A CDL applicant must first obtain a commercial learner’s permit (CLP). The CLP is issued to the driver after he or she passes a written exam. A CLP authorizes CMV operation while under the supervision of a licensed commercial driver. After 14 days of practice, the CLP-holder can take the driving test to obtain a CDL. A driver must be at least 18 years old to apply for a CDL but must be at least 21 years old to drive a CMV out-of-state.

Medical card. All non-exempt commercial drivers must maintain a medical examiner’s certificate. The certificate verifies that the holder is physically healthy enough to operate a CMV.

Honesty. CDL applicants are required to disclose all license and employment history. Lying on the CDL application will result in a 60-day disqualification and possible retesting.

CDL Revocation and Disqualification

A CDL can be revoked, disqualified, or placed out-of-service if the driver fails to comply with regulations or is convicted of certain crimes. A CDL can also be canceled if the Federal Motor Carrier Administration deems the driver to be an “imminent hazard.”

Serious Traffic Offenses

“Serious traffic offenses” include speeding 15 miles per hour or more over the limit, reckless driving, erratic lane changes, following too closely, texting while driving in a CMV, driving a CMV without a CDL, and any traffic violation involving a fatality. The commission of two serious traffic offenses in three years will result in a 60-day revocation and having three or more violations in three years carries a 120-day revocation.

Out-of-Service Order

Certain safety violations (such as having any amount of alcohol in your system while operating a CMV) will result in a temporary out-of-service order (OSO). The OSO is typically issued by law enforcement and driving during an OSO will lead to penalties that depend on the number of prior violations in the last three years.

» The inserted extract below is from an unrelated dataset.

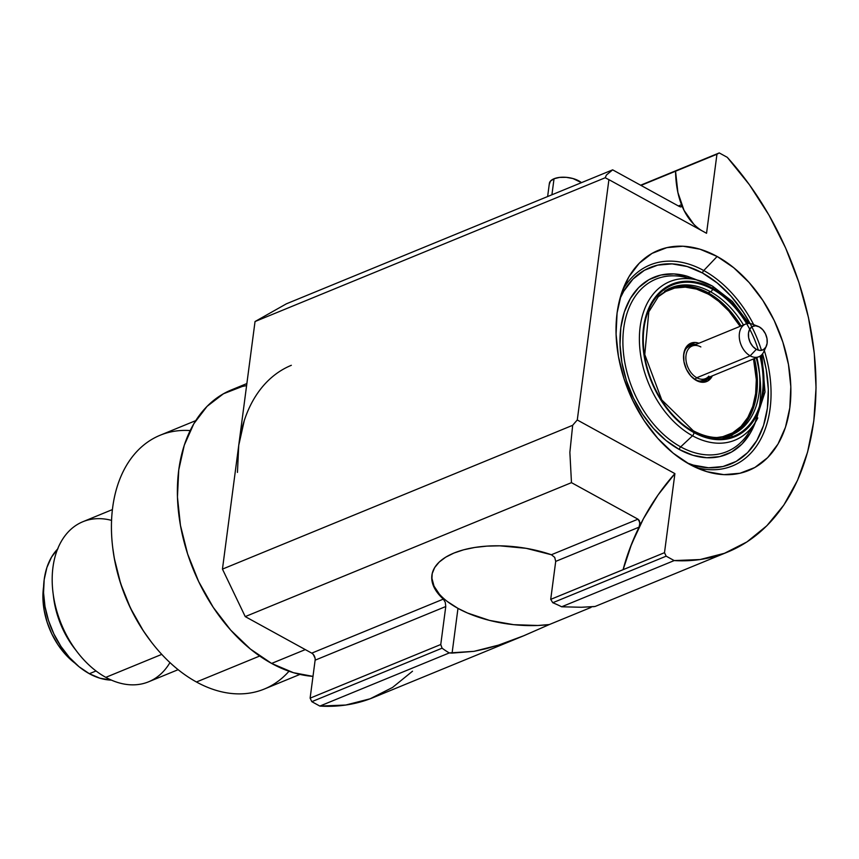 <?xml version="1.0" encoding="UTF-8"?>
<svg xmlns="http://www.w3.org/2000/svg" width="859" height="859" viewBox="0 0 859 859"><rect width="100%" height="100%" fill="white"/><g stroke="black" fill="none" stroke-linecap="round" stroke-linejoin="round"><path stroke-width="1.29" d="M708.858 376.156A17.62 11.983 -112.3 0 1 696.789 377.745L750.165 355.819A17.62 11.983 67.7 0 0 763.78 351.761L766.26 346.37A12.831 8.73 -112.3 0 1 756.339 349.334L750.165 355.819L696.789 377.745A17.62 11.983 67.7 0 0 705.507 378.647L758.884 356.732A17.62 11.983 -112.3 0 1 750.165 355.819A17.62 11.983 -112.3 0 1 739.481 339.112A17.62 11.983 -112.3 0 1 745.505 324.122A17.62 11.983 -112.3 0 1 754.223 325.024M758.025 326.313L752.473 324.219A17.62 11.983 67.7 0 0 739.298 334.452A17.62 11.983 67.7 0 0 750.165 355.819L756.339 349.334A12.831 8.73 -112.3 0 1 748.425 333.764A12.831 8.73 -112.3 0 1 758.025 326.313A12.831 8.73 -112.3 0 1 759.292 326.903A12.831 8.73 -112.3 0 1 766.26 346.37M764.8 348.539A17.62 11.983 -112.3 0 1 758.884 356.732M698.195 380.784A18.662 12.692 67.7 0 0 707.44 377.853A18.662 12.692 -112.3 0 1 703.972 380.397A18.662 12.692 -112.3 0 1 698.195 380.784M745.505 324.122L692.118 346.037A17.62 11.983 67.7 0 0 686.105 361.027A17.62 11.983 67.7 0 0 696.789 377.745L694.931 379.281L696.789 377.745A17.62 11.983 -112.3 0 1 685.869 358.149A17.62 11.983 -112.3 0 1 696.262 345.458A17.62 11.983 -112.3 0 1 700.847 346.95M704.638 380.054L699.774 381.171A18.662 12.692 67.7 0 0 703.661 380.526A18.662 12.692 67.7 0 0 703.822 380.462M57.961 548.686L51.529 557.137L46.88 567.584L44.185 579.621L43.551 592.785L45.012 606.594L48.501 620.488L53.892 633.942L60.968 646.44L69.461 657.511L79.039 666.724L89.347 673.714A73.949 50.284 67.7 0 0 111.412 680.113L99.988 678.223L89.347 673.714L96.036 670.976L89.347 673.714A73.949 50.284 67.7 0 1 46.601 613.906A73.949 50.284 67.7 0 1 57.596 549.062M169.953 662.59A86.523 58.841 -112.3 0 1 105.807 677.354A86.523 58.841 67.7 0 0 148.628 681.788L178.135 669.676M161.76 654.375L105.807 677.354L161.76 654.375M289 671.244A137.172 93.277 -112.3 0 1 196.443 681.992A137.172 93.277 67.7 0 0 264.325 689.036L299.941 674.412M259.686 656.029L196.443 681.992L259.686 656.029M246.608 385.584L242.335 386.443L223.437 393.776L207.062 406.361L193.833 423.734L184.277 445.198L178.747 469.959L177.448 497.039L180.454 525.407L187.627 553.98L198.697 581.65L213.247 607.356L230.706 630.119L250.409 649.05L271.605 663.427A152.043 103.391 67.7 0 0 312.987 676.377L293.467 672.704L271.605 663.427L305.299 649.597L271.605 663.427A152.043 103.391 67.7 0 1 179.445 519.212A152.043 103.391 67.7 0 1 231.339 389.932L246.877 383.554M695.597 379.657A19.349 13.164 -112.3 0 1 689.38 374.213A19.349 13.164 67.7 0 0 695.597 379.657L696.37 380.483A20.734 14.098 -112.3 0 1 689.605 374.503A20.734 14.098 -112.3 0 1 683.721 360.168A20.734 14.098 -112.3 0 1 698.936 343.246L695.199 342.462L689.809 343.707L685.772 347.798L683.71 354.101L683.947 361.66L686.427 369.327L690.797 375.941L696.37 380.483L702.318 382.266L707.709 381.02L712.326 375.845A20.734 14.098 -112.3 0 1 696.37 380.483L695.597 379.657A19.349 13.164 67.7 0 0 709.545 376.994A19.349 13.164 -112.3 0 1 705.175 380.655A19.349 13.164 -112.3 0 1 695.597 379.657M683.753 360.469A19.349 13.164 -112.3 0 1 690.475 344.846A19.349 13.164 -112.3 0 1 696.155 344.384A19.349 13.164 67.7 0 0 683.753 360.436M693.256 344.684L694.91 344.899A19.349 13.164 67.7 0 0 689.863 345.135M733.103 316.155A80.048 54.439 67.7 0 0 706.828 292.887L707.773 293.885A78.373 53.29 -112.3 0 1 733.361 316.488A78.373 53.29 -112.3 0 1 740.104 326.334L728.851 311.055L718.693 301.305L706.828 292.887A80.048 54.439 67.7 0 0 681.412 285.95A80.048 54.439 67.7 0 1 706.828 292.887L708.106 292.801L706.828 292.887A80.048 54.439 67.7 0 1 732.963 315.972L733.361 316.488M721.925 438.788A80.048 54.439 67.7 0 0 734.091 433.709M755.662 371.109A80.048 54.439 67.7 0 1 740.114 428.92A80.048 54.439 67.7 0 0 755.695 371.335L755.609 370.691A78.373 53.29 -112.3 0 1 716.975 437.542L722.859 436.662L732.609 432.882L741.049 426.397L747.856 417.442L752.785 406.371L755.641 393.615L756.307 379.657L753.493 358.944A78.373 53.29 -112.3 0 1 755.609 370.691M669.999 288.237A79.522 54.074 -112.3 0 1 682.132 285.929A79.522 54.074 -112.3 0 1 708.106 292.801A79.522 54.074 67.7 0 0 669.999 288.237M664.512 291.308A79.522 54.074 -112.3 0 1 710.554 291.802L708.106 292.801L710.554 291.802A79.522 54.074 -112.3 0 1 743.486 324.949A79.522 54.074 -112.3 0 0 710.554 291.802A2.76 1.546 -61.2 0 0 712.594 289.268A2.76 1.546 118.8 0 1 710.554 291.802A79.522 54.074 -112.3 0 0 671.201 287.722L668.753 288.721M758.336 350.161A81.573 55.47 67.7 0 0 712.594 289.268A81.573 55.47 67.7 0 0 644.014 328.009A81.573 55.47 67.7 0 0 693.836 431.809A81.573 55.47 67.7 0 0 759.99 356.174A81.573 55.47 67.7 0 1 693.836 431.809L693.889 432.549A82.485 56.093 -112.3 0 1 643.509 327.58A82.485 56.093 -112.3 0 1 712.873 288.388L712.594 289.268A81.573 55.47 67.7 0 0 644.014 328.009A81.573 55.47 67.7 0 0 693.836 431.809A2.76 1.546 -61.2 0 0 693.267 430.756A2.76 1.546 118.8 0 1 693.836 431.809L693.889 432.549A2.76 1.546 118.8 0 1 692.504 435.781A85.707 58.283 67.7 0 0 757.799 417.925M756.811 357.28A79.522 54.074 -112.3 0 1 738.3 431.25M692.257 430.756A2.76 1.546 118.8 0 1 693.267 430.756L661.763 399.929L644.765 354.542L648.813 311.817L658.23 296.774L671.201 287.722M749.005 323.499L732.383 301.466L712.476 286.09A2.76 1.546 118.8 0 1 712.873 288.388A82.485 56.093 -112.3 0 1 747.523 323.585A82.485 56.093 -112.3 0 0 712.873 288.388A2.76 1.546 -61.2 0 0 712.487 286.09A2.76 1.546 -61.2 0 0 712.218 285.993A85.707 58.283 67.7 0 0 690.013 278.788A85.707 58.283 67.7 0 0 639.397 340.454A85.707 58.283 67.7 0 0 692.504 435.781L680.682 446.863A93.244 63.405 67.7 0 0 748.704 432.743L755.04 422.8A85.707 58.283 -112.3 0 1 692.504 435.781A85.707 58.283 -112.3 0 1 639.407 336.438A85.707 58.283 -112.3 0 1 696.327 279.819A85.707 58.283 -112.3 0 1 712.218 285.993M677.966 276.072A93.244 63.405 67.7 0 0 622.893 343.16A93.244 63.405 67.7 0 0 680.682 446.863L692.504 435.781A2.76 1.546 -61.2 0 0 693.889 432.549A82.485 56.093 -112.3 0 0 760.709 355.69A82.485 56.093 -112.3 0 1 693.889 432.549A82.485 56.093 -112.3 0 1 643.509 327.58A82.485 56.093 -112.3 0 1 712.873 288.388L712.594 289.268A81.573 55.47 67.7 0 1 746.664 323.746M697.1 280.002L687.565 276.33L673.907 273.924L660.872 275.052L648.974 279.68L638.656 287.604L630.334 298.545L624.31 312.064L620.832 327.655L620.015 344.706L621.905 362.573L626.415 380.569L633.394 397.996L642.553 414.188L653.549 428.512L665.961 440.442L679.308 449.493A2.76 1.546 118.8 0 1 680.682 446.863A2.76 1.546 -61.2 0 0 679.308 449.493A95.746 65.112 -112.3 0 1 620.069 336.406A95.746 65.112 -112.3 0 1 686.964 276.147M622.646 290.106A108.61 73.863 -112.3 0 1 703.757 270.542A2.76 1.546 -61.2 0 0 702.544 273.022A106.215 72.231 67.7 0 0 619.854 298.911L623.774 291.19L633.008 279.057L644.454 270.263L657.65 265.141L672.114 263.885L687.264 266.548L702.544 273.022A2.76 1.546 118.8 0 1 703.757 270.542A108.61 73.863 67.7 0 0 622.646 290.106M717.136 256.476L703.757 270.542L717.136 256.476L733.715 267.729L749.134 282.547L762.803 300.36L774.184 320.471L782.85 342.129L788.465 364.484L790.817 386.69L789.808 407.885L785.47 427.256L777.996 444.06L767.645 457.643L754.836 467.5L740.039 473.245L723.847 474.651L706.871 471.666L689.756 464.408A118.982 80.918 -112.3 0 1 625.202 283.942A118.982 80.918 -112.3 0 1 717.136 256.476A118.982 80.918 -112.3 0 1 790.527 400.745A118.982 80.918 -112.3 0 1 701.535 469.852A118.982 80.918 -112.3 0 1 689.756 464.408L673.177 453.155L657.758 438.337L644.089 420.523L632.707 400.412L624.042 378.755L618.426 356.399L616.075 334.194L617.084 312.998L621.422 293.628L628.895 276.823L639.246 263.241L652.056 253.384L666.852 247.639L683.045 246.232L700.021 249.217L717.136 256.476M439.228 593.966L434.02 586.117L431.894 578.236L431.948 574.896A82.936 39.192 -172.5 0 0 457.976 608.376L452.092 653.098L449.268 652.937A82.936 39.192 7.5 0 1 442.084 648.18L440.764 644.508L445.767 606.529L445.273 602.299L445.767 606.529L315.124 660.174A5.53 3.758 67.7 0 0 311.753 653.141L245.234 616.601L222.449 569.109L572.674 425.302A138.224 77.482 118.8 0 1 577.28 419.987L674.906 473.62A138.224 77.482 -61.2 0 0 623.108 569.678L550.716 599.367L552.777 602.728A82.936 39.192 7.5 0 1 561.646 606.787L581.36 607.259L595.083 606.475L727.723 552.015A248.799 169.191 -112.3 0 1 674.197 560.573L561.646 606.787A82.936 39.192 -172.5 0 0 552.777 602.728L666.165 556.17L674.197 560.573L700.096 559.542L724.524 553.271L746.954 541.911L766.872 525.719L783.859 505.038L797.528 480.321L807.578 452.124L813.795 421.06L816.039 387.817L814.268 353.124L808.512 317.744L798.902 282.45L785.641 248.026L769.03 215.222L749.435 184.771L727.283 157.337L719.251 152.923L716.954 154.223L706.549 233.283L608.913 179.649A138.224 77.482 118.8 0 1 606.454 178.404A138.224 77.482 118.8 0 1 605.262 177.727L606.379 175.064L612.65 169.846L679.158 206.385L680.65 206.955L681.821 205.967L681.541 206.772M555.719 561.356L550.716 599.367L555.709 561.389L639.064 527.158L629.915 548.31L623.097 569.646A138.224 77.482 118.8 0 1 639.064 527.158L555.709 561.389L554.71 557.384L551.424 554.753M443.598 599.357L443.341 599.11A82.936 39.192 7.5 0 1 431.894 575.305A82.936 39.192 7.5 0 1 551.381 554.742L637.979 519.18L639.354 520.597L639.826 524.935L639.064 527.158L639.955 522.659L637.979 519.18L571.471 482.651L569.871 452.349L572.674 425.302L569.871 452.349L571.471 482.651L245.234 616.601L571.471 482.651L637.979 519.18L551.381 554.742L526.202 548.332L499.777 545.819L486.956 546.12L474.834 547.451L463.72 549.781L453.928 553.056L445.681 557.19L439.207 562.076L434.675 567.584L432.206 573.565L431.852 579.879L433.634 586.343L437.489 592.817L443.341 599.11L311.753 653.141L443.341 599.11L445.273 602.32M590.96 607.453L549.331 624.547L537.874 625.481L513.671 624.676L489.512 620.402L467.532 613.025L457.976 608.376A82.936 39.192 -172.5 0 0 549.331 624.547L590.96 607.453A82.936 39.192 -172.5 0 0 591.443 606.894M547.634 196.55L549.352 183.472A17.62 8.332 -172.5 0 1 554.034 178.747L559.585 177.405L566.231 177.33L572.974 178.543L581.457 182.656A17.62 8.332 -172.5 0 0 554.034 178.747L551.918 194.778L554.034 178.747L550.436 181.152L549.331 184.277M43.573 586.847L42.95 598.744L44.196 610.502L47.17 622.346L51.755 633.813L57.789 644.475L65.026 653.903L74.873 663.084A63.029 42.864 67.7 0 1 43.573 586.847M681.52 204.7L681.821 205.967L681.52 204.7L678.417 205.977L681.52 204.7A138.224 77.482 118.8 0 1 675.55 171.231L640.986 185.415L675.55 171.231A138.224 77.482 -61.2 0 0 701.706 230.631M522.884 636.122L498.435 645.141L485.936 648.749L473.964 651.347L449.268 652.937L319.838 706.077L311.817 701.663L442.084 648.18L311.817 701.663L310.12 698.152L440.764 644.508L442.084 648.18A82.936 39.192 -172.5 0 0 449.268 652.937L319.838 706.077A248.799 169.191 67.7 0 0 373.364 697.519L522.884 636.122L549.331 624.547L524.022 635.649L498.435 645.141L473.964 651.347L452.092 653.098L457.976 608.376L447.314 601.483M731.997 436.812L731.868 435.041L731.997 436.812M675.55 171.231L716.954 154.223L675.55 171.231L677.891 192.448L684.022 210.326L693.707 224.135M640.621 185.211L719.251 152.923L640.621 185.211M679.158 206.385L612.65 169.846L606.379 175.064L605.262 177.727A138.224 77.482 -61.2 0 0 608.913 179.649L577.28 419.987L674.906 473.62L664.501 552.681L623.108 569.678L631.612 544.005L643.412 518.761L658.048 494.967L674.906 473.62L664.501 552.681L666.165 556.17L552.777 602.728L550.716 599.367L664.501 552.681L666.165 556.17L674.197 560.573L561.646 606.787L581.36 607.259L594.235 606.615M412.513 671.212L392.595 687.415L370.175 698.775L345.737 705.035L319.838 706.077L311.817 701.663L310.12 698.152L315.124 660.174L445.767 606.529L440.764 644.508L310.12 698.152L315.124 660.174M612.65 169.846L286.412 303.807L612.65 169.846M727.723 552.015A248.799 169.191 -112.3 0 0 727.283 157.337L719.251 152.923L716.954 154.223L706.549 233.283L608.913 179.649L577.28 419.987A138.224 77.482 -61.2 0 0 572.674 425.302L222.449 569.109L238.738 445.316L255.037 321.534L286.412 303.807L255.037 321.534L605.262 177.727L255.037 321.534L238.738 445.316L237.449 472.407M695.393 467.264A108.61 73.863 67.7 0 0 764.327 350.569A108.61 73.863 -112.3 0 1 716.782 469.605M753.697 324.681A108.61 73.863 67.7 0 0 703.757 270.542A108.61 73.863 -112.3 0 1 753.697 324.681M762.556 353.844L766.217 369.445L768.311 389.267L767.409 408.186L763.544 425.473L756.865 440.474L747.631 452.607L736.195 461.401L722.988 466.523L708.535 467.779L693.374 465.116L687.221 462.958A106.215 72.231 67.7 0 0 762.545 353.844M761.482 350.343A106.215 72.231 67.7 0 0 702.544 273.022L717.34 283.073L731.116 296.291L743.314 312.193L750.132 323.607M756.092 357.344A95.746 65.112 -112.3 0 1 679.308 449.493L693.073 455.334L706.742 457.74L719.778 456.601L731.675 451.984L741.983 444.06L750.315 433.119L755.458 422.123M712.476 286.09L696.327 279.819L684.838 277.199A93.244 63.405 67.7 0 0 622.915 338.79A93.244 63.405 67.7 0 0 680.682 446.863A93.244 63.405 67.7 0 0 751.711 427.438M730.386 435.309A79.522 54.074 67.7 0 0 754.438 358.557A79.522 54.074 -112.3 0 1 740.651 428.426A79.522 54.074 -112.3 0 1 730.386 435.309M741.049 325.948A79.522 54.074 67.7 0 0 708.106 292.801A79.522 54.074 -112.3 0 1 741.049 325.948M756.876 357.559A79.522 54.074 -112.3 0 1 731.61 434.837C720.046 439.507 707.258 438.144 693.267 430.756M658.885 296.087A78.373 53.29 -112.3 0 1 707.773 293.885L696.499 289.107L685.321 287.142L674.659 288.066L664.909 291.845L658.896 296.087M704.541 380.881A19.349 13.164 67.7 0 0 708.299 377.498M315.06 658.155L313.234 654.354L311.753 653.141L245.234 616.601L222.449 569.109L238.738 445.316A152.043 103.391 -112.3 0 1 291.341 365.3M244.278 420.566L238.738 445.316M195.734 420.631L160.118 435.255A137.172 93.277 67.7 0 0 113.302 551.886A137.172 93.277 67.7 0 0 196.443 681.992A137.172 93.277 -112.3 0 1 151.667 642.435A137.172 93.277 -112.3 0 1 112.712 547.58A137.172 93.277 -112.3 0 1 190.172 430.563M112.712 547.58L112.84 548.643A134.401 91.398 67.7 0 0 151.012 641.587L151.667 642.435M151.388 642.081L143.303 630.785L130.439 608.054L120.647 583.594L114.311 558.339L112.776 548.042M112.4 509.591L82.894 521.714A86.523 58.841 67.7 0 0 53.355 595.287A86.523 58.841 67.7 0 0 105.807 677.354A86.523 58.841 -112.3 0 1 77.557 652.4A86.523 58.841 -112.3 0 1 52.99 592.56A86.523 58.841 -112.3 0 1 111.563 520.382M52.99 592.56L53.58 597.402A73.949 50.284 67.7 0 0 74.583 648.534L77.557 652.4M76.032 650.37A73.949 50.284 -112.3 0 1 53.333 595.083M704.928 380.677L708.696 376.865M689.637 345.941A18.662 12.692 67.7 0 0 689.487 346.005A18.662 12.692 67.7 0 0 686.277 348.26L689.659 345.93M685.418 349.656A18.662 12.692 -112.3 0 1 689.798 345.876A18.662 12.692 -112.3 0 1 694.051 345.254A18.662 12.692 67.7 0 0 685.418 349.656M756.339 349.334L752.892 346.521L750.186 342.43L748.651 337.684L748.5 333.002L749.778 329.094L752.28 326.57L755.619 325.797L759.292 326.903L762.749 329.716L765.444 333.807L766.99 338.553L767.13 343.235L765.863 347.133L763.361 349.667L760.022 350.44L756.339 349.334M755.04 422.8L765.025 391.983L761.815 354.703M432.002 574.456L431.894 575.305M729.162 435.846L731.61 434.837"/></g></svg>

  • First offense. 180-day to one-year license revocation (180-day to two-year revocation if operating CMV designed for hazmat or 16 or more passengers) and a minimum $2,500 fine.
  • Second offense. Two-to five-year license revocation (three-to-five-year revocation if operating CMV designed for hazmat or 16 or more passengers) and a minimum $5,000 fine.
  • Third offense. Three-to five-year license revocation and minimum $5,000 fine.

Railroad Crossings

Idaho has special laws for CMVs crossing railroad tracks. A railroad track violation will result in a 60-day, 120-day, and one-year license revocation for a first, second, and third violation in three years.

Major Offenses

Certain “major” criminal convictions or withheld judgments (diversions) will result in mandatory CDL disqualification. A first-offense chemical test refusal, DUI (driving under the influence), operating a CMV with a .04% or more blood alcohol content (BAC), leaving the scene of an accident, using a motor vehicle in the commission of a felony, driving a CMV while revoked, or causing a fatality due to negligent CMV operation will result in one-year license revocation. A second or subsequent major offense will result in lifetime disqualification. A driver can also be disqualified for life for using a motor vehicle to distribute, manufacture, or transport controlled substances.

Revocation Appeal

A driver subject to disqualification is allowed to appeal the decision in court. However, a disqualified CDL cannot be modified to a restricted work license.

Employer Liability

Many CMV violations can result in fines for the CDL holder’s employer. An employer that knowingly permits operation during an OSO will be fined $2,750 to $25,000. Knowingly permitting a railroad violation is a maximum $10,000 fine.